Yeah, even Norm couldn't make it look easy. I can see where they'd be a royal PITA.


----------



## Madii (Feb 7, 2013)

Rockler has a kit and it's pretty much fool proof if you ask me! Kind of expensive to buy everything you really need but well worth the savings!


----------



## Loganville Tiger (Dec 23, 2012)

Madii said:


> Rockler has a kit and it's pretty much fool proof if you ask me! Kind of expensive to buy everything you really need but well worth the savings!


Never knew such an animal existed!! I have thought long and hard about how to build them after I saw the price they were asking at the big box store - for one of my larger windows - $600... and I would have 5 of similar size. Will consider this if/when I decide I want to tackle it.

Edit: Just noticed they want you to buy the louvers from them @ $7 a pop - that is a little ridiculous. I would think you could easily mill them yourself.

Thanks!!


----------



## jschaben (Apr 1, 2010)

firemedic said:


> I've built cypress louvered shutters before for a plantation house here in the south and it was no small task...
> 
> I just came across this and have got to say it is really cool!
> 
> ...


Yeah, I did a bunch of doors with that thing a couple of years ago.
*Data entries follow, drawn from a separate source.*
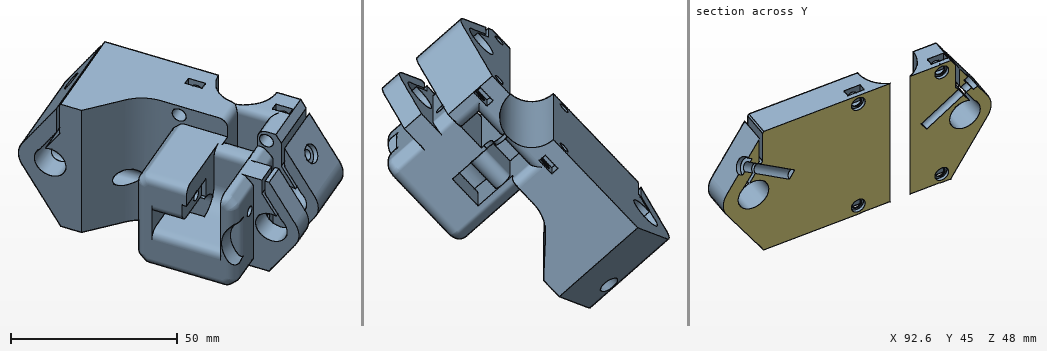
import cadquery as cq
import math

half_height = 24.0
plate_depth = 18.0
arm_depth = 32.0
total_depth = 45.0

bar_middle_x = 0.7
bar_half_spacing = 36.5
bar_hole_radius = 5.2
arm_reach = 46.3
arm_tip_radius = 7.6
shoulder_x = 32.3
clamp_screw_y = -9.0
left_clamp_screw_z = 13.0
right_clamp_screw_z = 12.2
screw_diameter = 3.3
screw_head_diameter = 6.0
clamp_head_depth = 1.65
clamp_screw_length = 20.0
slit_inner_x = 33.4
slit_outer_x = 34.45
slit_inner_offset = 4.0
slit_outer_offset = 5.0

blend_radius = 14.0
blend_end_x = -5.6

trough_x = 14.8
trough_radius = 9.6

box_x = trough_x
box_width = 33.1
box_height = 35.0
box_corner_chamfer = 3.0
box_corner_radius = 2.0
edge_radius = 3.1

lug_back = 25.0

strap_left = 3.7
strap_right = 26.3
plate_channel_left = 16.4
box_split_x = 15.1
channel_back = 11.0
mouth_radius = 3.0
ridge_back = 19.0
ridge_front = 25.0
slot_half_height = 3.5
bend_radius = arm_depth - ridge_front
left_channel_top = 0.0

ridge_screw_y = -22.0
ridge_screw_z = -6.5
ridge_head_depth = 2.0
pin_y = -34.9
pin_z = 6.5
pin_nut_diameter = 6.9
pin_nut_depth = 10.0
pin_boss_diameter = 4.6
pin_boss_height = 1.2
washer_notch_radius = 4.0
washer_notch_depth = 1.4

mount_spacing_x = 28.8
mount_z = 20.5
mount_diameter = 3.4
mount_entry_diameter = 4.6
mount_entry_depth = 10.0
nut_width = 5.6
nut_thickness = 2.5
nut_back = 5.1
nut_pocket_depth = 6.3

clearance_depth = 4.5
clearance_radius = 9.6
clearance_front_radius = 10.5
clearance_edge_radius = 1.2

ridge_radius = (ridge_front - ridge_back) / 2
ridge_middle_y = -(ridge_back + ridge_front) / 2

box_left = box_x - box_width / 2
box_right = box_x + box_width / 2
box_half_height = box_height / 2

arm_tip_x = arm_reach - arm_tip_radius
right_bar_x = bar_middle_x + bar_half_spacing
shoulder_dx = shoulder_x - arm_tip_x
shoulder_distance = math.hypot(shoulder_dx, half_height)
tangent_angle = math.atan2(half_height, shoulder_dx) - math.acos(arm_tip_radius / shoulder_distance)
tangent_x = arm_tip_x + arm_tip_radius * math.cos(tangent_angle)
tangent_z = arm_tip_radius * math.sin(tangent_angle)
flank_run = (tangent_x - shoulder_x) / (half_height - tangent_z)


def block(x0, x1, y0, y1, z0, z1):
    """Axis-aligned block between two corners."""
    return cq.Workplane("XY").box(x1 - x0, y1 - y0, z1 - z0, centered=False).translate((x0, y0, z0))


def rod_y(x, z, radius, front, back=0.0):
    """Cylinder along Y from depth `back` to depth `front`."""
    return (cq.Workplane("XZ", origin=(0, -back, 0)).center(x, z)
            .circle(radius).extrude(front - back))


def rod_x(y, z, diameter, x0, x1):
    """Cylinder along X."""
    return cq.Workplane("YZ", origin=(x0, 0, 0)).center(y, z).circle(diameter / 2).extrude(x1 - x0)


def side_outline(depth):
    """Full silhouette with both clamp arms, extruded forward from the back face."""
    return (cq.Workplane("XZ")
            .moveTo(-shoulder_x, half_height).lineTo(shoulder_x, half_height)
            .lineTo(tangent_x, tangent_z)
            .threePointArc((arm_reach, 0), (tangent_x, -tangent_z))
            .lineTo(shoulder_x, -half_height).lineTo(-shoulder_x, -half_height)
            .lineTo(-tangent_x, -tangent_z)
            .threePointArc((-arm_reach, 0), (-tangent_x, tangent_z))
            .close().extrude(depth))


def depth_profile():
    """Plan shape: deep left arm, 45 degree slope, concave blend, then the plate."""
    diagonal = blend_radius * math.sqrt(0.5)
    blend_start_x = blend_end_x - diagonal
    blend_start_y = -plate_depth - (blend_radius - diagonal)
    slope_start_x = blend_start_x - (arm_depth + blend_start_y)
    mid_angle = math.radians(45) / 2
    blend_mid = (blend_end_x - blend_radius * math.sin(mid_angle),
                 -plate_depth - blend_radius * (1 - math.cos(mid_angle)))
    return (cq.Workplane("XY").workplane(offset=-half_height)
            .moveTo(-arm_reach, 0).lineTo(-arm_reach, -arm_depth).lineTo(slope_start_x, -arm_depth)
            .lineTo(blend_start_x, blend_start_y)
            .threePointArc(blend_mid, (blend_end_x, -plate_depth))
            .lineTo(arm_reach, -plate_depth).lineTo(arm_reach, 0)
            .close().extrude(2 * half_height))


def plate():
    """Plate with the left arm and the strap channels, their mouths rounded."""
    body = side_outline(arm_depth).intersect(depth_profile())
    body = body.cut(block(plate_channel_left, strap_right, -plate_depth, -channel_back,
                          -half_height, half_height))
    body = body.cut(block(strap_left, strap_right, -plate_depth, -channel_back,
                          -half_height, left_channel_top))
    margin = 0.1
    for mouth_left, mouth_z in ((plate_channel_left, half_height), (strap_left, -half_height)):
        mouth = cq.selectors.BoxSelector(
            (mouth_left - margin, -plate_depth - margin, mouth_z - margin),
            (strap_right + margin, -channel_back + margin, mouth_z + margin))
        body = body.edges(mouth).fillet(mouth_radius)
    return body.union(channel_divider())


def trough():
    """Half-round trough through the full height of the back face."""
    return (cq.Workplane("XY").workplane(offset=-half_height).center(trough_x, 0)
            .circle(trough_radius).extrude(2 * half_height))


def front_box():
    """Solid box with chamfered, softened corners and a rounded front."""
    body = block(box_left, box_right, -total_depth, -plate_depth, -box_half_height, box_half_height)
    body = body.edges("|Y").chamfer(box_corner_chamfer)
    body = body.faces("<Y").edges().fillet(edge_radius)
    return body.edges("|Y").fillet(box_corner_radius)


def lug():
    """Arm between the box and the right bar, as tall as the box."""
    limits = block(strap_right, arm_reach, -arm_depth, -lug_back,
                   -box_half_height, box_half_height)
    return side_outline(arm_depth).intersect(limits)


def ridge_end(x0, x1, upward):
    """Space left beside the full-round end of the ridge the strap wraps over."""
    sign = 1 if upward else -1
    tip_z = sign * box_half_height
    spring_z = tip_z - sign * ridge_radius
    slab = block(x0, x1, -ridge_front, -ridge_back, min(tip_z, spring_z), max(tip_z, spring_z))
    return slab.cut(rod_x(ridge_middle_y, spring_z, 2 * ridge_radius, x0, x1))


def channel_divider():
    """Wall between the two lower plate channels, its underside an S curve down to the edge."""
    radius = (plate_depth - channel_back) / 2
    middle_y = -(plate_depth + channel_back) / 2
    bend_z = radius - half_height
    shift = radius * math.sqrt(0.5)
    lower_mid = (-channel_back - shift, bend_z - shift)
    upper_mid = (-plate_depth + shift, bend_z + shift)
    mouth_back = mouth_radius - channel_back
    return (cq.Workplane("YZ", origin=(box_split_x, 0, 0))
            .moveTo(mouth_back, left_channel_top).lineTo(mouth_back, -half_height)
            .lineTo(-channel_back, -half_height)
            .threePointArc(lower_mid, (middle_y, bend_z))
            .threePointArc(upper_mid, (-plate_depth, bend_z + radius))
            .lineTo(-plate_depth, left_channel_top)
            .close().extrude(plate_channel_left - box_split_x))


def bend(x0, x1, upward):
    """Passage turning from the front slot along the ridge, with a rounded outer corner."""
    sign = 1 if upward else -1
    z_start = -sign * slot_half_height
    z_spring = z_start + sign * bend_radius
    z_end = sign * box_half_height
    straight = block(x0, x1, -arm_depth, -ridge_front, min(z_spring, z_end), max(z_spring, z_end))
    corner = block(x0, x1, -arm_depth, -ridge_front, min(z_start, z_spring), max(z_start, z_spring))
    return straight.union(corner.intersect(rod_x(-arm_depth, z_spring, 2 * bend_radius, x0, x1)))


def front_slot():
    """Slot in the front face, its top and bottom edges flared outwards."""
    slot = block(strap_left, strap_right, -total_depth, -arm_depth,
                 -slot_half_height, slot_half_height)
    spring_y = -total_depth + edge_radius
    flare_z = slot_half_height + edge_radius
    for sign in (1, -1):
        flare = block(strap_left, strap_right, -total_depth, spring_y,
                      min(sign * slot_half_height, sign * flare_z),
                      max(sign * slot_half_height, sign * flare_z))
        lip = rod_x(spring_y, sign * flare_z, 2 * edge_radius, strap_left, strap_right)
        slot = slot.union(flare.cut(lip))
    return slot


def box_passages():
    """Everything hollow inside the box."""
    hollow = front_slot()
    hollow = hollow.union(bend(strap_left, box_split_x, upward=False))
    hollow = hollow.union(bend(box_split_x, strap_right, upward=True))
    hollow = hollow.union(block(box_split_x, strap_right, -total_depth, -arm_depth,
                                -slot_half_height, box_half_height))
    hollow = hollow.union(ridge_end(strap_left, box_split_x, upward=False))
    upper_end = ridge_end(box_split_x, strap_right, upward=True)
    hollow = hollow.union(upper_end.cut(block(box_split_x, plate_channel_left, ridge_middle_y, 0,
                                              -half_height, half_height)))
    hollow = hollow.union(block(plate_channel_left, strap_right, -ridge_back, -plate_depth,
                                -half_height, half_height))
    hollow = hollow.union(block(strap_left, box_split_x, -ridge_back, -plate_depth,
                                -half_height, left_channel_top))
    hollow = hollow.union(block(box_split_x - washer_notch_depth, box_split_x,
                                -total_depth, pin_y + washer_notch_radius,
                                slot_half_height, pin_z + washer_notch_radius))
    return hollow


def bar_clearance():
    """Round recess in the box front beside the right bar, widening towards the front."""
    return (cq.Workplane("XZ", origin=(0, clearance_depth - total_depth, 0)).center(right_bar_x, 0)
            .circle(clearance_radius).workplane(offset=clearance_depth)
            .circle(clearance_front_radius).loft())


def clearance_edge():
    """Material removed to round the open edge of the recess floor at the box side."""
    floor_y = clearance_depth - total_depth
    centre_x = box_right - clearance_edge_radius
    centre_y = floor_y + clearance_edge_radius
    corner = block(centre_x, box_right, floor_y, centre_y, -clearance_radius, clearance_radius)
    rounding = (cq.Workplane("XY").workplane(offset=-clearance_radius).center(centre_x, centre_y)
                .circle(clearance_edge_radius).extrude(2 * clearance_radius))
    return corner.cut(rounding).intersect(rod_y(right_bar_x, 0, clearance_radius, total_depth))


def clamp_slit(side):
    """Slit from the top edge, bending parallel to the arm flank, into the bar hole."""
    normal_x = math.cos(tangent_angle)
    normal_z = math.sin(tangent_angle)

    def edge(x, offset):
        """Top, bend and foot of one slit wall, measured from the point between the bars."""
        bend_z = (offset - (x - bar_half_spacing) * normal_x) / normal_z
        foot = (bar_half_spacing + offset * normal_x, offset * normal_z)
        return [(x, half_height), (x, bend_z), foot]

    inner = edge(slit_inner_x, slit_inner_offset)
    outer = edge(slit_outer_x, slit_outer_offset)
    outline = [(bar_middle_x + side * x, z) for x, z in inner + outer[::-1]]
    return cq.Workplane("XZ").polyline(outline).close().extrude(arm_depth)


def clamp_screw(side, screw_z):
    """Screw hole with a sunk head, square to the upper flank of an arm."""
    face_x = side * (shoulder_x + flank_run * (half_height - screw_z))
    length = math.hypot(1, flank_run)
    inward = cq.Vector(-side / length, 0, -flank_run / length)
    start = cq.Vector(face_x, clamp_screw_y, screw_z)
    outside = start - inward * screw_head_diameter
    shank = cq.Solid.makeCylinder(screw_diameter / 2, clamp_screw_length, start, inward)
    head = cq.Solid.makeCylinder(screw_head_diameter / 2, screw_head_diameter + clamp_head_depth,
                                 outside, inward)
    return cq.Workplane(shank).union(cq.Workplane(head))


def mounting_hole(x, z):
    """Stepped hole from the front plus a nut pocket open at the nearest edge."""
    hole = rod_y(x, z, mount_diameter / 2, plate_depth)
    hole = hole.union(rod_y(x, z, mount_entry_diameter / 2, plate_depth,
                            plate_depth - mount_entry_depth))
    edge_z = math.copysign(half_height, z)
    inner_z = edge_z - math.copysign(nut_pocket_depth, z)
    pocket = block(x - nut_width / 2, x + nut_width / 2, -nut_back - nut_thickness, -nut_back,
                   min(edge_z, inner_z), max(edge_z, inner_z))
    return hole.union(pocket)


body = plate().cut(trough())
box = front_box().cut(bar_clearance()).cut(clearance_edge())
body = body.union(box).union(lug())
body = body.cut(box_passages())

body = body.union(rod_x(pin_y, pin_z, pin_boss_diameter, strap_right - pin_boss_height, strap_right))
body = body.cut(rod_x(pin_y, pin_z, screw_diameter, box_left, box_right))
body = body.cut(cq.Workplane("YZ", origin=(box_left, 0, 0)).center(pin_y, pin_z)
                .transformed(rotate=(0, 0, 90))
                .polygon(6, pin_nut_diameter).extrude(pin_nut_depth))
body = body.cut(rod_x(ridge_screw_y, ridge_screw_z, screw_diameter, box_left, box_right))
body = body.cut(rod_x(ridge_screw_y, ridge_screw_z, screw_head_diameter,
                      -arm_reach, box_left + ridge_head_depth))

for side, screw_z in ((-1, left_clamp_screw_z), (1, right_clamp_screw_z)):
    body = body.cut(rod_y(bar_middle_x + side * bar_half_spacing, 0, bar_hole_radius, arm_depth))
    body = body.cut(clamp_slit(side))
    body = body.cut(clamp_screw(side, screw_z))

for side in (-1, 1):
    for z in (-mount_z, mount_z):
        body = body.cut(mounting_hole(box_x + side * mount_spacing_x / 2, z))

result = body

Worked out pretty good. Changed the looks at least. Pic shows two doors installed with the others of the old look.


----------



## Zircon (Aug 1, 2009)

Loganville Tiger said:


> Never knew such an animal existed!! I have thought long and hard about how to build them after I saw the price they were asking at the big box store - for one of my larger windows - $600... and I would have 5 of similar size. Will consider this if/when I decide I want to tackle it.
> 
> Edit: Just noticed they want you to buy the louvers from them @ $7 a pop - that is a little ridiculous. I would think you could easily mill them yourself.
> 
> Thanks!!


Here is another possible way to go. I made these shutters a while ago with HD 2x6 construction lumber. The louvers don't move but they are real louvers. Ripped the rails, stiles and 3/8" louvers all from the 2x6's. M&T joinery rails and stiles. I routed the slots for the louvers in the stiles by placing the stiles in an old fashioned wood miter box. I tacked guide strips for the router on top of the miter box at a 45* angle. Put a pencil mark on the miter box and pencil marks on the stiles where each slot should go. Matched the marks, clamped and routed. Small cumulative error has the bottom louvers running slightly uphill to the right. The can of green paint cost more than the wood. Better than paying $600 each.


----------



## Zircon (Aug 1, 2009)

Here are the pictures


----------



## jschaben (Apr 1, 2010)

Zircon said:


> Here is another possible way to go. I made these shutters a while ago with HD 2x6 construction lumber. The louvers don't move but they are real louvers. Ripped the rails, stiles and 3/8" louvers all from the 2x6's. M&T joinery rails and stiles. I routed the slots for the louvers in the stiles by placing the stiles in an old fashioned wood miter box. I tacked guide strips for the router on top of the miter box at a 45* angle. Put a pencil mark on the miter box and pencil marks on the stiles where each slot should go. Matched the marks, clamped and routed. Small cumulative error has the bottom louvers running slightly uphill to the right. The can of green paint cost more than the wood. Better than paying $600 each.


I like those. Excellent where ventilation is required.


----------



## Madii (Feb 7, 2013)

You can purchase the Louvers but they also sell the router bit which is the way I went! I didn't want to use bass wood!


----------